++++ Data for this task ++++
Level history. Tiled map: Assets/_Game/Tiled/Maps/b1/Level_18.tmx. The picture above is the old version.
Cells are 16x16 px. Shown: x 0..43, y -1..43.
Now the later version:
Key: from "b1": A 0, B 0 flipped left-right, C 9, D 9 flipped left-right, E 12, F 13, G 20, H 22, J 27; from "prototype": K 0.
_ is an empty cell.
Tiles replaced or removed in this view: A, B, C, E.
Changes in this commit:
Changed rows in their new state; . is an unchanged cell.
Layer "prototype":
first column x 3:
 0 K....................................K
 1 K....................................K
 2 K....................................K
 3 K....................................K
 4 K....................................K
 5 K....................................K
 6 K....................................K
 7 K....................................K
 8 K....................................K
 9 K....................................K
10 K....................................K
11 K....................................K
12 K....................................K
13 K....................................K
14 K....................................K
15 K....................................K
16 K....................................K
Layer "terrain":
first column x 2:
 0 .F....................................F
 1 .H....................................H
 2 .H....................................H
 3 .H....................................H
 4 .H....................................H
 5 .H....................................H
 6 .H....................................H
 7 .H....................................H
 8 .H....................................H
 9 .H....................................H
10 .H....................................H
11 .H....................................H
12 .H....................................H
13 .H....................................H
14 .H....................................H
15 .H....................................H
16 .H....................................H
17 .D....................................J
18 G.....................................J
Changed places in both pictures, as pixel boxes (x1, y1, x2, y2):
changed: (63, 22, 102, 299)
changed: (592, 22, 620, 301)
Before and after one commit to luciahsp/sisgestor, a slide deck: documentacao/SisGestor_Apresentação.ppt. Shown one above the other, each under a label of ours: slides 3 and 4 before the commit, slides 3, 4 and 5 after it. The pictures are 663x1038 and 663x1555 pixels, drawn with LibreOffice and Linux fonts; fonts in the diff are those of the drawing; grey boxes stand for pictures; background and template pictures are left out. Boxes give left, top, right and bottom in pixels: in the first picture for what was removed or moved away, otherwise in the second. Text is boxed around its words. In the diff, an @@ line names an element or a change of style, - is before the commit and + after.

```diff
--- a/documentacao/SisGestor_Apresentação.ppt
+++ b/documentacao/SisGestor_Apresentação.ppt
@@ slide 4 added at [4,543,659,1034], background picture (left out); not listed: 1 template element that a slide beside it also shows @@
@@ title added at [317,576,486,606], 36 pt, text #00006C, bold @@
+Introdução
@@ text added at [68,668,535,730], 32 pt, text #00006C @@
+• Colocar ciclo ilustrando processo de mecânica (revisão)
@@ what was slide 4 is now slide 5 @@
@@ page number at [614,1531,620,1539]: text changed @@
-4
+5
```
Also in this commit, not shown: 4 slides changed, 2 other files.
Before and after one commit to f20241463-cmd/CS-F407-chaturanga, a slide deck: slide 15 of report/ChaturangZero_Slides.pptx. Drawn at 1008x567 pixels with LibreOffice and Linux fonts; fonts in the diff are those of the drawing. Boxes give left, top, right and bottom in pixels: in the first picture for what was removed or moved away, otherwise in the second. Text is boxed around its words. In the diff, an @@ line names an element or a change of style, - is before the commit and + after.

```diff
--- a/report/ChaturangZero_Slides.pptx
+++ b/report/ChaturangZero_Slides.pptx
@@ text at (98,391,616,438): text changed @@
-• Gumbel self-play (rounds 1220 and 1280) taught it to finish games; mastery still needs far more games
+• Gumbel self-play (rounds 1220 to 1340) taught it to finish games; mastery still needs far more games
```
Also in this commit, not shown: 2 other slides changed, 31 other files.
++++
● **Exercise details**: Among the entries above, find every line holding "self" and copy it.

● **Solved exercise**:
-• Gumbel self-play (rounds 1220 and 1280) taught it to finish games; mastery still needs far more games
+• Gumbel self-play (rounds 1220 to 1340) taught it to finish games; mastery still needs far more games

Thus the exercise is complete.